Aruna terdiam lama, lalu akhirnya menarik napas dalam. "Terima kasih karena telah melakukan banyak hal baik untukku, Tuan. Jujur awalnya aku sangat takut ketika Anda memintaku menjadi wanita Anda dan juga seorang Nyai di rumah ini. Takut kalau aku jadi pemuas nafsu. Takut apa yang akan terjadi padaku ke depannya. Takut kalau aku akan terperangkap. Tapi Anda justru menghormatiku dengan tidak melakukan hal yang aku tidak inginkan. Terima kasih atas hal itu."
"Aruna, aku tertarik padamu bukan karena nafsu. Tapi ketika aku mendengar ada seseorang yang berhasil memperbaiki satu desa, itu yang membuatku tertarik. Kau wanita hebat. Keinginanku sebagai Gubernur Hindia Belanda adalah membuat makmur pribumi. Para pemimpin sebelum aku melakukan metode paksa, tapi aku ingin yang datang bukan paksaan. Tapi suka rela. Seperti katamu, kalau warga sehat dan kenyang mereka juga akan bekerja lebih baik," kata Van der.
"Aku tahu, Tuan. Aku tahu. Kau dan aku memiliki idealisme yanh serupa, dimana sama-sama ingin menyelamatkan yang susah. Dan aku tahu ada banyak orang yang tidak suka dengan idealisme kita, mengatakan kalau kita terlalu naif untuk dunia nyata," ucap Aruna.
Van der mengangguk penuh pengertian. "Benar, dan ketika aku menemukan orang yang memiliki idealisme yang sama denganku. Tentu aku menghormatinya. Dan itu dirimu."
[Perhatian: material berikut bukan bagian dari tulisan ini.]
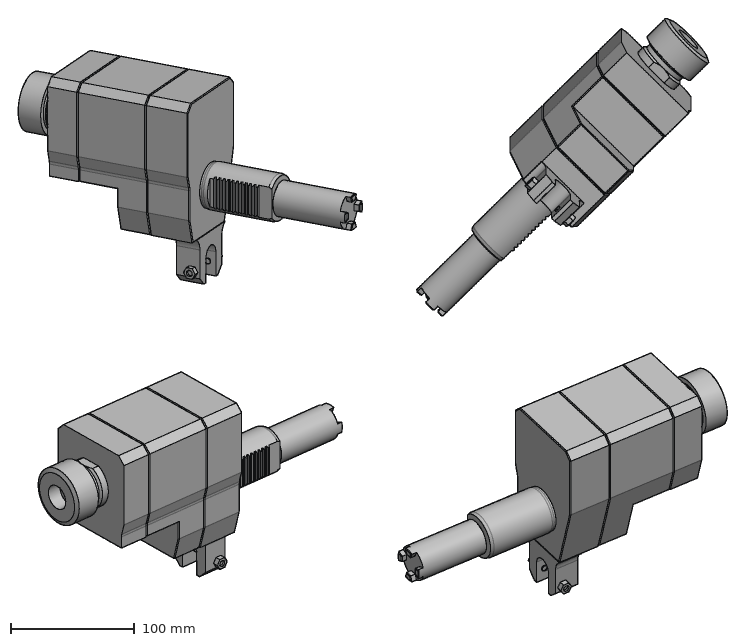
import cadquery as cq
import math


overall_length = 296.01
overall_height = 164.0

width = 80.0
half_width = width / 2
top_z = 82.0
top_chamfer = 6.5
front_x = -128.2
front_seam_x = -100.9
rear_seam_x = -38.6
step_x = -66.2
step_z = -3.0
bottom_z = -40.0
edge_chamfer = 0.8
taper_angle = math.radians(15)
taper = math.tan(taper_angle)
taper_top_z = 20.0
flat_side_y = -37.0
flat_side_bottom_z = -18.5
bend_radius = 10.0

fork_x = -21.5
fork_half_width = 19.0
fork_overlap = 0.3
fork_bottom_z = top_z - overall_height
fork_chamfer = 7.0
fork_fillet_radius = 12.0
fork_fillet_height = 10.0
fork_slot_width = 17.0
fork_slot_top_z = -52.3

screw_x = -7.2
screw_z = -70.0
screw_head_flats = 9.2
screw_head_length = 4.7
screw_socket_diameter = 5.2
screw_socket_depth = 2.0
screw_tip_diameter = 5.0
screw_tip_reach = 1.0

nut_axis_z = 42.7
nut_front_x = -165.0
nut_back_x = -142.5
nut_radius = 25.0
nut_chamfer_length = 1.8
nut_chamfer_depth = 3.7
bore_diameter = 21.0
bore_depth = 12.5
nose_collar_radius = 20.5
nose_collar_end_x = -140.6
nose_groove_radius = 19.0
nose_groove_end_x = -136.3
nose_cone_end_x = -134.5
nose_radius = 21.0
nose_flats_width = 38.0

shank_radius = 20.0
collar_radius = 19.5
collar_length = 1.7
collar_cone_end_x = 3.9
shank_end_x = 63.5
shank_chamfer_length = 2.8
shank_chamfer_depth = 0.9
flat_start_x = 7.5
tooth_root_y = -14.4
tooth_tip_y = -15.7
tooth_count = 11
tooth_pitch = 4.0
first_tooth_x = 10.2
tooth_root_width = 2.6
tooth_tip_width = 1.4

neck_radius = 12.5
shaft_start_x = 64.7
shaft_end_x = nut_front_x + overall_length
shaft_radius = 15.1
dog_count = 4
dog_length = 5.0
dog_inner_radius = 9.4
dog_outer_half_width = 4.8
dog_side_angle = math.radians(22)
dog_chamfer = 0.7


def left_side_y(z):
    """Y of the leaning +Y side at a height below the start of the taper."""
    return half_width - (taper_top_z - z) * taper


def upper_prism(x_start, x_end):
    """Prism with the section of the housing above the step."""
    bend_z = taper_top_z - (half_width + flat_side_y) / taper
    tangent = bend_radius * math.tan(taper_angle / 2)
    bend_start = (
        flat_side_y - tangent * math.sin(taper_angle),
        bend_z + tangent * math.cos(taper_angle),
    )
    outline = (
        cq.Workplane("YZ", origin=(x_start, 0, 0))
        .moveTo(-half_width + top_chamfer, top_z)
        .lineTo(-half_width, top_z - top_chamfer)
        .lineTo(-half_width, taper_top_z)
        .lineTo(*bend_start)
        .tangentArcPoint((flat_side_y, bend_z - tangent), relative=False)
        .lineTo(flat_side_y, step_z)
        .lineTo(left_side_y(step_z), step_z)
        .lineTo(half_width, taper_top_z)
        .lineTo(half_width, top_z - top_chamfer)
        .lineTo(half_width - top_chamfer, top_z)
        .close()
    )
    return outline.extrude(x_end - x_start)


def lower_prism(x_start, x_end):
    """Prism with the section below the step, reaching up to the shank axis."""
    right_bottom_y = flat_side_y + (flat_side_bottom_z - bottom_z) * taper
    outline = (
        cq.Workplane("YZ", origin=(x_start, 0, 0))
        .moveTo(flat_side_y, 0)
        .lineTo(flat_side_y, flat_side_bottom_z)
        .lineTo(right_bottom_y, bottom_z)
        .lineTo(left_side_y(bottom_z), bottom_z)
        .lineTo(left_side_y(0), 0)
        .close()
    )
    return outline.extrude(x_end - x_start)


def bevel(block, *face_selectors):
    """Chamfer every edge around the chosen end faces of a block."""
    return block.faces(" or ".join(face_selectors)).edges().chamfer(edge_chamfer)


def housing():
    front = bevel(upper_prism(front_x, front_seam_x), ">X")
    middle = bevel(upper_prism(front_seam_x, rear_seam_x), "<X", ">X", "<Z").union(
        bevel(lower_prism(step_x, rear_seam_x), "<X", ">X", "<Z")
    )
    rear = bevel(upper_prism(rear_seam_x, 0).union(lower_prism(rear_seam_x, 0)), "<X", ">X")
    return front.union(middle).union(rear)


def fork():
    slot_radius = fork_slot_width / 2
    slot_center_z = fork_slot_top_z - slot_radius
    arc_angle = math.asin(fork_fillet_height / fork_fillet_radius)
    leg_top_z = bottom_z - fork_fillet_height

    def fillet_point(angle):
        """Point of the +Y fillet arc, turned by an angle from the upright leg side."""
        return (
            fork_half_width + fork_fillet_radius * (1 - math.cos(angle)),
            leg_top_z + fork_fillet_radius * math.sin(angle),
        )

    arc_mid_y, arc_mid_z = fillet_point(arc_angle / 2)
    arc_top_y, arc_top_z = fillet_point(arc_angle)
    outline = (
        cq.Workplane("YZ", origin=(fork_x, 0, 0))
        .moveTo(-arc_top_y, bottom_z + fork_overlap)
        .lineTo(-arc_top_y, arc_top_z)
        .threePointArc((-arc_mid_y, arc_mid_z), (-fork_half_width, leg_top_z))
        .lineTo(-fork_half_width, fork_bottom_z + fork_chamfer)
        .lineTo(-fork_half_width + fork_chamfer, fork_bottom_z)
        .lineTo(-slot_radius, fork_bottom_z)
        .lineTo(-slot_radius, slot_center_z)
        .threePointArc((0, fork_slot_top_z), (slot_radius, slot_center_z))
        .lineTo(slot_radius, fork_bottom_z)
        .lineTo(fork_half_width - fork_chamfer, fork_bottom_z)
        .lineTo(fork_half_width, fork_bottom_z + fork_chamfer)
        .lineTo(fork_half_width, leg_top_z)
        .threePointArc((arc_mid_y, arc_mid_z), (arc_top_y, arc_top_z))
        .lineTo(arc_top_y, bottom_z + fork_overlap)
        .close()
    )
    return outline.extrude(-fork_x)


def fork_screw():
    """Screw in the -Y fork leg: hexagon head outside, round tip inside the slot."""
    head_corners = screw_head_flats / math.cos(math.pi / 6)
    head_y = -fork_half_width - screw_head_length
    tip_y = -fork_slot_width / 2 + screw_tip_reach
    plane = cq.Workplane("XZ", origin=(screw_x, head_y, screw_z))
    head = plane.polygon(6, head_corners).extrude(-screw_head_length)
    stem = plane.circle(screw_tip_diameter / 2).extrude(head_y - tip_y)
    socket = plane.circle(screw_socket_diameter / 2).extrude(-screw_socket_depth)
    return head.union(stem).cut(socket)


def turned(points, axis_z):
    """Solid of revolution about an axis along X, from (x, radius) points."""
    return (
        cq.Workplane("XZ", origin=(0, 0, axis_z))
        .polyline(points)
        .close()
        .revolve(360, (0, 0, 0), (1, 0, 0))
    )


def spindle_nose():
    body = turned(
        [
            (nut_back_x, 0),
            (nut_back_x, nose_collar_radius),
            (nose_collar_end_x, nose_collar_radius),
            (nose_collar_end_x, nose_groove_radius),
            (nose_groove_end_x, nose_groove_radius),
            (nose_cone_end_x, nose_radius),
            (front_x, nose_radius),
            (front_x, 0),
        ],
        nut_axis_z,
    )
    flats_length = front_x - nose_groove_end_x
    over_flat = cq.Workplane("XY").box(flats_length, width, nose_radius, centered=(False, True, False))
    for base_z in (nose_flats_width / 2, -nose_flats_width / 2 - nose_radius):
        body = body.cut(over_flat.translate((nose_groove_end_x, 0, nut_axis_z + base_z)))
    return body


def clamping_nut():
    body = turned(
        [
            (nut_front_x, 0),
            (nut_front_x, nut_radius - nut_chamfer_depth),
            (nut_front_x + nut_chamfer_length, nut_radius),
            (nut_back_x, nut_radius),
            (nut_back_x, 0),
        ],
        nut_axis_z,
    )
    bore = cq.Workplane("YZ", origin=(nut_front_x, 0, nut_axis_z)).circle(bore_diameter / 2)
    return body.cut(bore.extrude(bore_depth))


def tooth_gap_outline():
    """Material removed from the -Y side of the shank, leaving the row of teeth."""
    outside_y = -2 * shank_radius
    points = [(flat_start_x, outside_y), (flat_start_x, tooth_tip_y)]
    for i in range(tooth_count):
        x = first_tooth_x + i * tooth_pitch
        if i > 0:
            points.append((x - tooth_root_width / 2, tooth_root_y))
            points.append((x - tooth_tip_width / 2, tooth_tip_y))
        points.append((x + tooth_tip_width / 2, tooth_tip_y))
        points.append((x + tooth_root_width / 2, tooth_root_y))
    points.append((shank_end_x, tooth_root_y))
    points.append((shank_end_x, outside_y))
    return points


def shank():
    body = turned(
        [
            (0, 0),
            (0, collar_radius),
            (collar_length, collar_radius),
            (collar_cone_end_x, shank_radius),
            (shank_end_x - shank_chamfer_length, shank_radius),
            (shank_end_x, shank_radius - shank_chamfer_depth),
            (shank_end_x, 0),
        ],
        0,
    )
    gaps = cq.Workplane("XY", origin=(0, 0, -shank_radius)).polyline(tooth_gap_outline()).close()
    return body.cut(gaps.extrude(2 * shank_radius))


def dog_wedge():
    """Wedge around the +Z dog, narrowing toward the shaft axis and reaching past the shaft surface."""
    depth = math.sqrt(shaft_radius**2 - dog_outer_half_width**2) - dog_inner_radius
    inner_half_width = dog_outer_half_width - depth * math.tan(dog_side_angle)
    outer_z = 2 * shaft_radius
    outer_half_width = inner_half_width + (outer_z - dog_inner_radius) * math.tan(dog_side_angle)
    return (
        cq.Workplane("YZ", origin=(shaft_end_x, 0, 0))
        .moveTo(-inner_half_width, dog_inner_radius)
        .lineTo(inner_half_width, dog_inner_radius)
        .lineTo(outer_half_width, outer_z)
        .lineTo(-outer_half_width, outer_z)
        .close()
        .extrude(-dog_length)
    )


def drive_shaft():
    body = turned(
        [
            (shank_end_x, 0),
            (shank_end_x, neck_radius),
            (shaft_start_x, neck_radius),
            (shaft_start_x, shaft_radius),
            (shaft_end_x, shaft_radius),
            (shaft_end_x, 0),
        ],
        0,
    )
    gaps = cq.Workplane("YZ", origin=(shaft_end_x, 0, 0)).circle(1.5 * shaft_radius).extrude(-dog_length)
    wedge = dog_wedge()
    for i in range(dog_count):
        gaps = gaps.cut(wedge.rotate((0, 0, 0), (1, 0, 0), i * 360 / dog_count))
    return body.cut(gaps).faces(">X").edges().chamfer(dog_chamfer)


screw = fork_screw()
result = (
    housing()
    .union(fork())
    .union(screw)
    .union(screw.mirror("XZ"))
    .union(spindle_nose())
    .union(clamping_nut())
    .union(shank())
    .union(drive_shaft())
)

"Anda selalu bertanya apa yang aku inginkan? Aku ingin membantu. Di tempat Anda berasal di dataran Eropa, Anda pasti mendengar istilah dokter bukannya tabib. Ilmu yang aku punya adalah kedokteran, dan aku ingin membantu dalam hal itu di sini. Tapi alat-alat sangat terbatas, sedangkan untuk beberapa penyakit perlu pembedahan tidak bisa hanya mengandalkan ramuan herbal," kata Aruna.
Van der terkejut mendengar hal itu. "Dokter? Bagaimana bisa? Di Hindia Belanda belum ada yang bergelar dokter. Apakah kau berasal dari daratan Eropa? Britania? Perancis?"
"Tidak, Tuan. Aku putri pribumi. Namun berasal dari tempat yang sangat jauh. Aku tidak bisa mengatakan detailnya karena Anda akan menganggapku gila. Mungkin suatu hari nanti," kata Aruna santai.
"Kau benar-benar penuh kejutan, Aruna," ucap Van der yang kembali merekahkan senyum.
Seketika, suasana menjadi lebih ringan. Burung-burung yang beterbangan seolah ikut merayakan kejujuran kecil itu. Matahari pun terasa lebih hangat, menyentuh kulit Aruna dengan kelembutan.
Siang itu, para babu menyambut Aruna kembali ke ruang makan kecil di kediaman gubernur. Mereka tersenyum, beberapa bahkan menitikkan air mata lega melihat gadis itu sudah mampu duduk tegak dan makan sendiri. Aruna merasa hatinya diliputi syukur.
Saat sendok pertama bubur hangat menyentuh lidahnya, Aruna sadar bahwa hidupnya memang tengah diberi kesempatan baru. Mengerti bahwa Tuhan menempatkan ke zaman ini pastilah memiliki alasan.